Stored items from a collection:
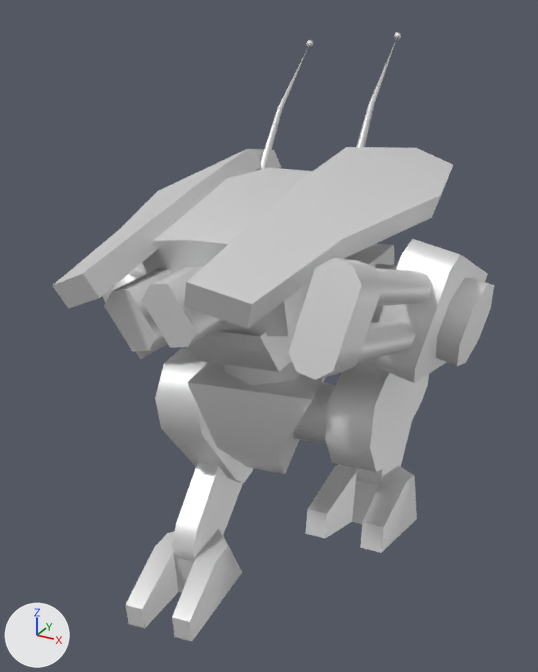
A saved change to the glTF model leggob.glb.
Camera for both pictures: a 50 mm camera at (13.3, -26.9, 25.7) aimed at (-1.5, 0.0, 12.3). The axes (+X, +Y, +Z) are drawn at lower left. The lights are the same throughout. The older version comes first. Both versions are drawn at frame 24 of the action 'Walk'; the numbers are the values there.

In view in the first picture: 'lbarrel', 'lfoot', 'lthigh', 'pelvis', 'rfoot', 'rleg', 'rthigh', 'sleeve', 'torso' and 1 more.
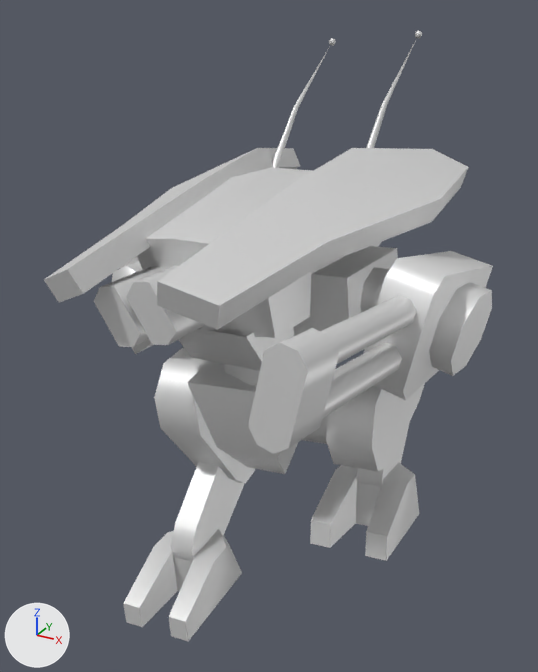
Pixel boxes (x1, y1, x2, y2) of what changed, in the pictures (538 x 672 px):
```json
{"object": "torso", "change": "turned", "before": [52, 32, 453, 372], "after": [44, 30, 469, 371]}
{"object": "lbarrel", "change": "turned", "before": [288, 258, 433, 380], "after": [248, 295, 416, 454]}
{"object": "sleeve", "change": "turned", "before": [369, 239, 494, 383], "after": [363, 251, 493, 400]}
{"object": "lthigh", "change": "turned", "before": [325, 360, 429, 472], "after": [326, 384, 425, 472]}
{"object": "rfoot", "change": "turned", "before": [126, 529, 242, 642], "after": [123, 529, 242, 641]}
{"object": "lfoot", "change": "turned", "before": [305, 464, 417, 553], "after": [310, 462, 419, 561]}
{"object": "rthigh", "change": "turned", "before": [155, 348, 253, 483], "after": [154, 348, 255, 483]}
{"object": "rleg", "change": "turned", "before": [172, 463, 243, 562], "after": [171, 462, 245, 562]}
{"object": "lleg", "change": "turned", "before": [356, 422, 412, 485], "after": [357, 422, 410, 487]}
```

Edits to the scene script, one JSON object a line:
```json
{"op": "set", "path": "ob_torso.rotation_euler", "old": "(0.0, 0.0, -0.0347)", "new": "(0.0, 0.0, -0.143)", "note": "degrees (0, 0, -2) -> degrees (0, 0, -8.2)"}
{"op": "set", "path": "ob_sleeve.rotation_euler", "old": "(-0.306, 0.0, 0.0)", "new": "(-0.109, 0.0, 0.0)", "note": "degrees (-18, 0, 0) -> degrees (-6.2, 0, 0)"}
{"op": "set", "path": "ob_lthigh.rotation_euler", "old": "(0.89, 0.0136, -0.0284)", "new": "(0.891, 0.0, 0.0)", "note": "degrees (51, 0.8, -1.6) -> degrees (51, 0, 0)"}
{"op": "set", "path": "ob_lfoot.rotation_euler", "old": "(0.0413, 0.0, 0.0)", "new": "(0.157, 0.0, 0.0)", "note": "degrees (2.4, 0, 0) -> degrees (9, 0, 0)"}
{"op": "set", "path": "ob_rthigh.rotation_euler", "old": "(-0.233, 0.00403, 0.0344)", "new": "(-0.233, 0.0, 0.0)", "note": "degrees (-13, 0.2, 2) -> degrees (-13, 0, 0)"}
```
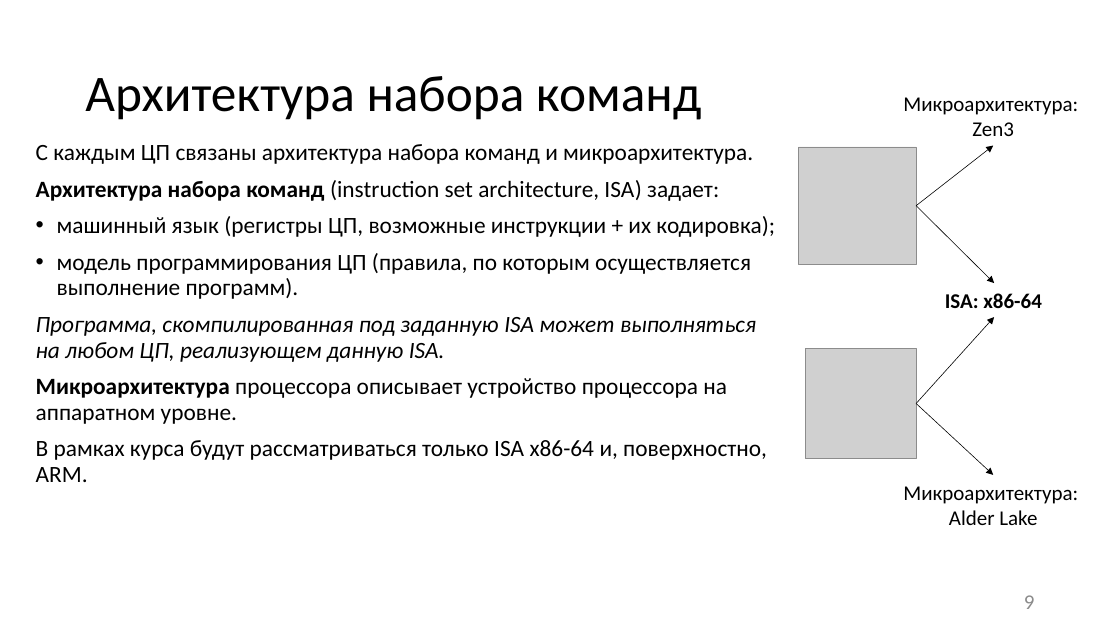
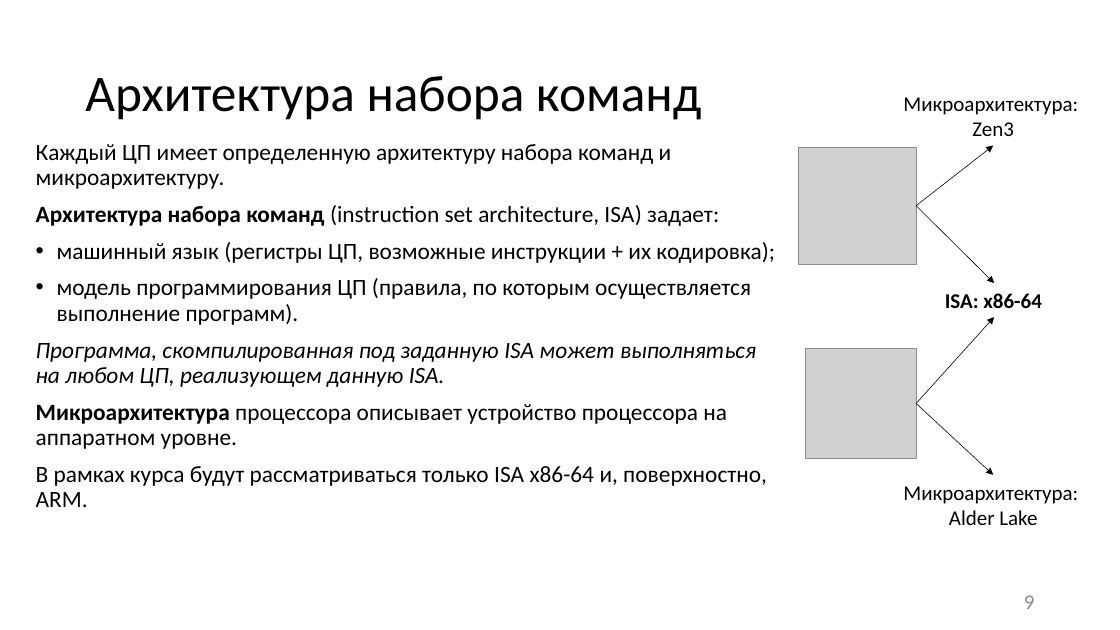
Before and after one commit to itsecd/low-level-programming, a slide deck: slide 9 of Lectures/1.Introduction/Lecture1.pptx. Drawn at 1120x630 pixels with LibreOffice and Linux fonts; fonts in the diff are those of the drawing; grey boxes stand for pictures. Boxes give left, top, right and bottom in pixels: in the first picture for what was removed or moved away, otherwise in the second. Text is boxed around its words. In the diff, an @@ line names an element or a change of style, - is before the commit and + after.

```diff
--- a/Lectures/1.Introduction/Lecture1.pptx
+++ b/Lectures/1.Introduction/Lecture1.pptx
@@ text at bbox=[36, 144, 672, 189]: text changed @@
-С каждым ЦП связаны архитектура набора команд и микроархитектура.
+Каждый ЦП имеет определенную архитектуру набора команд и микроархитектуру.
```
Also in this commit, not shown: 14 other slides changed, 1 other file.
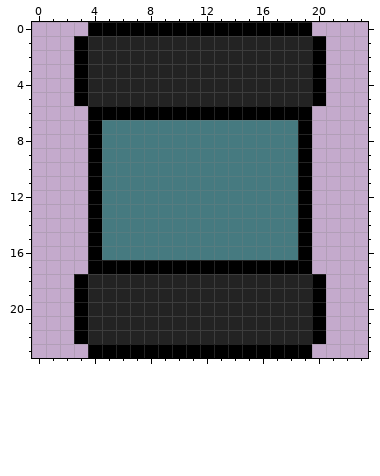
Pixel-art sprite -- res/gfx/canister1.png. Above, as it was before the edit.
The file is 24x24 pixels. Colours within 5 levels of each other are drawn and written as one.
The same view after the edit:
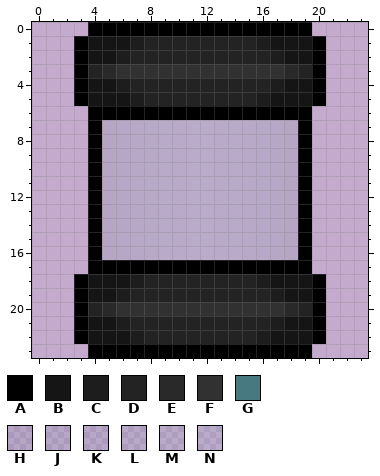
Palette (. is transparent): A #000000  B #151515  C #1d1d1d  D #232323  E #292929  F #313131  G #467a80  H #4a81871c  J #508b911c  K #57979e1c  L #5ca1a81c  M #62abb21c  N #68b4bd1c
From old to new:
{"y":1,"x":4,"old":"DDDD","new":"BBBC"}
{"y":1,"x":16,"old":"DDDD","new":"CBBB"}
{"y":2,"x":4,"old":"DDD","new":"BBC"}
{"y":2,"x":17,"old":"DDD","new":"CBB"}
{"y":3,"x":5,"old":"DDDDDDDDDDDDDD","new":"EFFFFFFFFFFFFE"}
{"y":4,"x":4,"old":"DDD","new":"BBC"}
{"y":4,"x":17,"old":"DDD","new":"CBB"}
{"y":5,"x":4,"old":"DDDD","new":"BBBC"}
{"y":5,"x":16,"old":"DDDD","new":"CBBB"}
{"y":7,"x":5,"old":"GGGGGGGGGGGGGG","new":"HJKLMMNNMMLKJH"}
{"y":8,"x":5,"old":"GGGGGGGGGGGGGG","new":"HJKLMMNNMMLKJH"}
{"y":9,"x":5,"old":"GGGGGGGGGGGGGG","new":"HJKLMMNNMMLKJH"}
{"y":10,"x":5,"old":"GGGGGGGGGGGGGG","new":"HJKLMMNNMMLKJH"}
{"y":11,"x":5,"old":"GGGGGGGGGGGGGG","new":"HJKLMMNNMMLKJH"}
{"y":12,"x":5,"old":"GGGGGGGGGGGGGG","new":"HJKLMMNNMMLKJH"}
{"y":13,"x":5,"old":"GGGGGGGGGGGGGG","new":"HJKLMMNNMMLKJH"}
{"y":14,"x":5,"old":"GGGGGGGGGGGGGG","new":"HJKLMMNNMMLKJH"}
{"y":15,"x":5,"old":"GGGGGGGGGGGGGG","new":"HJKLMMNNMMLKJH"}
{"y":16,"x":5,"old":"GGGGGGGGGGGGGG","new":"HJKLMMNNMMLKJH"}
{"y":18,"x":4,"old":"DDDD","new":"BBBC"}
{"y":18,"x":16,"old":"DDDD","new":"CBBB"}
{"y":19,"x":4,"old":"DDD","new":"BBC"}
{"y":19,"x":17,"old":"DDD","new":"CBB"}
{"y":20,"x":5,"old":"DDDDDDDDDDDDDD","new":"EFFFFFFFFFFFFE"}
{"y":21,"x":4,"old":"DDD","new":"BBC"}
{"y":21,"x":17,"old":"DDD","new":"CBB"}
{"y":22,"x":4,"old":"DDDD","new":"BBBC"}
{"y":22,"x":16,"old":"DDDD","new":"CBBB"}
{"label":"changed","picture_box":[88,36,312,344]}
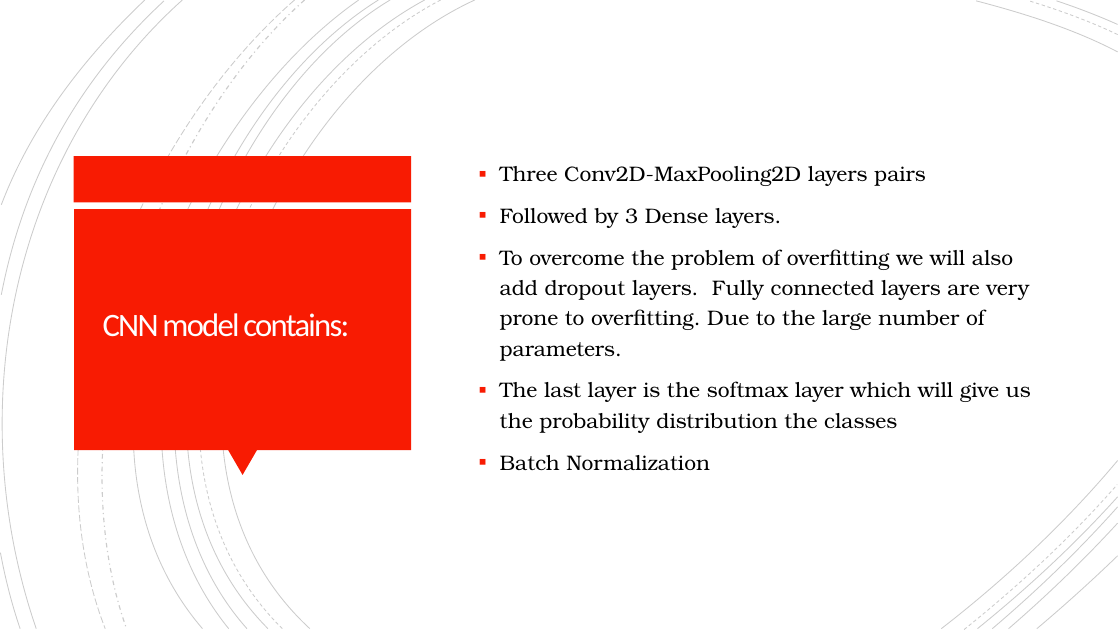
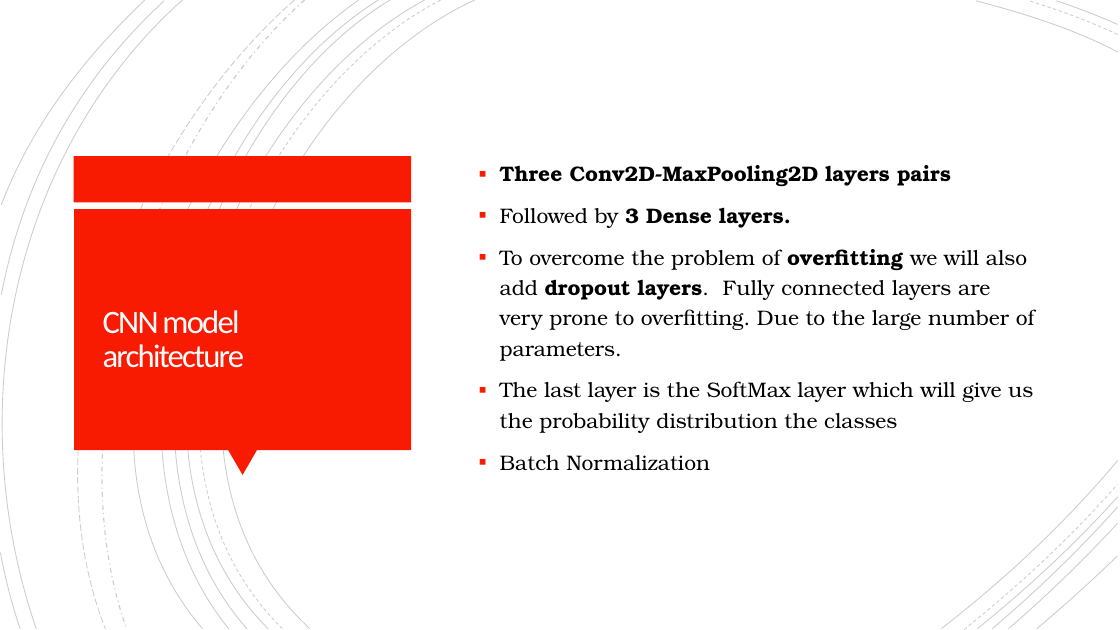
Before and after one commit to Kaoutar-Nahli/Early-Fire-Detection, a slide deck: slide 7 of deep-learning-fire-detection.pptx. Drawn at 1120x630 pixels with LibreOffice and Linux fonts; fonts in the diff are those of the drawing. Boxes give left, top, right and bottom in pixels: in the first picture for what was removed or moved away, otherwise in the second. Text is boxed around its words. In the diff, an @@ line names an element or a change of style, - is before the commit and + after.

```diff
--- a/deep-learning-fire-detection.pptx
+++ b/deep-learning-fire-detection.pptx
@@ text at box(500, 165, 1034, 361): bold on in "Three Conv2D-MaxPooling2D layers pairs", "3 Dense layers.", "overfitting dropout layers." @@
@@ title at box(103, 310, 244, 368): text changed @@
-CNN model contains:
+CNN model architecture
@@ text at box(500, 381, 1033, 433): text changed @@
-▪ The last layer is the softmax layer which will give us the probability distribution the classes
+▪ The last layer is the SoftMax layer which will give us the probability distribution the classes
```
Also in this commit, not shown: 8 other slides changed.

_TO DO_: Pictures don't belong in the copy. Restate all the entries exactly.

_SOLUTION FOR THIS EXERCISE_:
A saved change to the glTF model leggob.glb.
Camera for both pictures: a 50 mm camera at (13.3, -26.9, 25.7) aimed at (-1.5, 0.0, 12.3). The axes (+X, +Y, +Z) are drawn at lower left. The lights are the same throughout. The older version comes first. Both versions are drawn at frame 24 of the action 'Walk'; the numbers are the values there.

In view in the first picture: 'lbarrel', 'lfoot', 'lthigh', 'pelvis', 'rfoot', 'rleg', 'rthigh', 'sleeve', 'torso' and 1 more.
Pixel boxes (x1, y1, x2, y2) of what changed, in the pictures (538 x 672 px):
```json
{"object": "torso", "change": "turned", "before": [52, 32, 453, 372], "after": [44, 30, 469, 371]}
{"object": "lbarrel", "change": "turned", "before": [288, 258, 433, 380], "after": [248, 295, 416, 454]}
{"object": "sleeve", "change": "turned", "before": [369, 239, 494, 383], "after": [363, 251, 493, 400]}
{"object": "lthigh", "change": "turned", "before": [325, 360, 429, 472], "after": [326, 384, 425, 472]}
{"object": "rfoot", "change": "turned", "before": [126, 529, 242, 642], "after": [123, 529, 242, 641]}
{"object": "lfoot", "change": "turned", "before": [305, 464, 417, 553], "after": [310, 462, 419, 561]}
{"object": "rthigh", "change": "turned", "before": [155, 348, 253, 483], "after": [154, 348, 255, 483]}
{"object": "rleg", "change": "turned", "before": [172, 463, 243, 562], "after": [171, 462, 245, 562]}
{"object": "lleg", "change": "turned", "before": [356, 422, 412, 485], "after": [357, 422, 410, 487]}
```

Edits to the scene script, one JSON object a line:
```json
{"op": "set", "path": "ob_torso.rotation_euler", "old": "(0.0, 0.0, -0.0347)", "new": "(0.0, 0.0, -0.143)", "note": "degrees (0, 0, -2) -> degrees (0, 0, -8.2)"}
{"op": "set", "path": "ob_sleeve.rotation_euler", "old": "(-0.306, 0.0, 0.0)", "new": "(-0.109, 0.0, 0.0)", "note": "degrees (-18, 0, 0) -> degrees (-6.2, 0, 0)"}
{"op": "set", "path": "ob_lthigh.rotation_euler", "old": "(0.89, 0.0136, -0.0284)", "new": "(0.891, 0.0, 0.0)", "note": "degrees (51, 0.8, -1.6) -> degrees (51, 0, 0)"}
{"op": "set", "path": "ob_lfoot.rotation_euler", "old": "(0.0413, 0.0, 0.0)", "new": "(0.157, 0.0, 0.0)", "note": "degrees (2.4, 0, 0) -> degrees (9, 0, 0)"}
{"op": "set", "path": "ob_rthigh.rotation_euler", "old": "(-0.233, 0.00403, 0.0344)", "new": "(-0.233, 0.0, 0.0)", "note": "degrees (-13, 0.2, 2) -> degrees (-13, 0, 0)"}
```
Before and after one commit to itsecd/low-level-programming, a slide deck: slide 9 of Lectures/1.Introduction/Lecture1.pptx. Drawn at 1120x630 pixels with LibreOffice and Linux fonts; fonts in the diff are those of the drawing; grey boxes stand for pictures. Boxes give left, top, right and bottom in pixels: in the first picture for what was removed or moved away, otherwise in the second. Text is boxed around its words. In the diff, an @@ line names an element or a change of style, - is before the commit and + after.

```diff
--- a/Lectures/1.Introduction/Lecture1.pptx
+++ b/Lectures/1.Introduction/Lecture1.pptx
@@ text at bbox=[36, 144, 672, 189]: text changed @@
-С каждым ЦП связаны архитектура набора команд и микроархитектура.
+Каждый ЦП имеет определенную архитектуру набора команд и микроархитектуру.
```
Also in this commit, not shown: 14 other slides changed, 1 other file.
Pixel-art sprite -- res/gfx/canister1.png. Above, as it was before the edit.
The file is 24x24 pixels. Colours within 5 levels of each other are drawn and written as one.
The same view after the edit:
Palette (. is transparent): A #000000  B #151515  C #1d1d1d  D #232323  E #292929  F #313131  G #467a80  H #4a81871c  J #508b911c  K #57979e1c  L #5ca1a81c  M #62abb21c  N #68b4bd1c
From old to new:
{"y":1,"x":4,"old":"DDDD","new":"BBBC"}
{"y":1,"x":16,"old":"DDDD","new":"CBBB"}
{"y":2,"x":4,"old":"DDD","new":"BBC"}
{"y":2,"x":17,"old":"DDD","new":"CBB"}
{"y":3,"x":5,"old":"DDDDDDDDDDDDDD","new":"EFFFFFFFFFFFFE"}
{"y":4,"x":4,"old":"DDD","new":"BBC"}
{"y":4,"x":17,"old":"DDD","new":"CBB"}
{"y":5,"x":4,"old":"DDDD","new":"BBBC"}
{"y":5,"x":16,"old":"DDDD","new":"CBBB"}
{"y":7,"x":5,"old":"GGGGGGGGGGGGGG","new":"HJKLMMNNMMLKJH"}
{"y":8,"x":5,"old":"GGGGGGGGGGGGGG","new":"HJKLMMNNMMLKJH"}
{"y":9,"x":5,"old":"GGGGGGGGGGGGGG","new":"HJKLMMNNMMLKJH"}
{"y":10,"x":5,"old":"GGGGGGGGGGGGGG","new":"HJKLMMNNMMLKJH"}
{"y":11,"x":5,"old":"GGGGGGGGGGGGGG","new":"HJKLMMNNMMLKJH"}
{"y":12,"x":5,"old":"GGGGGGGGGGGGGG","new":"HJKLMMNNMMLKJH"}
{"y":13,"x":5,"old":"GGGGGGGGGGGGGG","new":"HJKLMMNNMMLKJH"}
{"y":14,"x":5,"old":"GGGGGGGGGGGGGG","new":"HJKLMMNNMMLKJH"}
{"y":15,"x":5,"old":"GGGGGGGGGGGGGG","new":"HJKLMMNNMMLKJH"}
{"y":16,"x":5,"old":"GGGGGGGGGGGGGG","new":"HJKLMMNNMMLKJH"}
{"y":18,"x":4,"old":"DDDD","new":"BBBC"}
{"y":18,"x":16,"old":"DDDD","new":"CBBB"}
{"y":19,"x":4,"old":"DDD","new":"BBC"}
{"y":19,"x":17,"old":"DDD","new":"CBB"}
{"y":20,"x":5,"old":"DDDDDDDDDDDDDD","new":"EFFFFFFFFFFFFE"}
{"y":21,"x":4,"old":"DDD","new":"BBC"}
{"y":21,"x":17,"old":"DDD","new":"CBB"}
{"y":22,"x":4,"old":"DDDD","new":"BBBC"}
{"y":22,"x":16,"old":"DDDD","new":"CBBB"}
{"label":"changed","picture_box":[88,36,312,344]}
Before and after one commit to Kaoutar-Nahli/Early-Fire-Detection, a slide deck: slide 7 of deep-learning-fire-detection.pptx. Drawn at 1120x630 pixels with LibreOffice and Linux fonts; fonts in the diff are those of the drawing. Boxes give left, top, right and bottom in pixels: in the first picture for what was removed or moved away, otherwise in the second. Text is boxed around its words. In the diff, an @@ line names an element or a change of style, - is before the commit and + after.

```diff
--- a/deep-learning-fire-detection.pptx
+++ b/deep-learning-fire-detection.pptx
@@ text at box(500, 165, 1034, 361): bold on in "Three Conv2D-MaxPooling2D layers pairs", "3 Dense layers.", "overfitting dropout layers." @@
@@ title at box(103, 310, 244, 368): text changed @@
-CNN model contains:
+CNN model architecture
@@ text at box(500, 381, 1033, 433): text changed @@
-▪ The last layer is the softmax layer which will give us the probability distribution the classes
+▪ The last layer is the SoftMax layer which will give us the probability distribution the classes
```
Also in this commit, not shown: 8 other slides changed.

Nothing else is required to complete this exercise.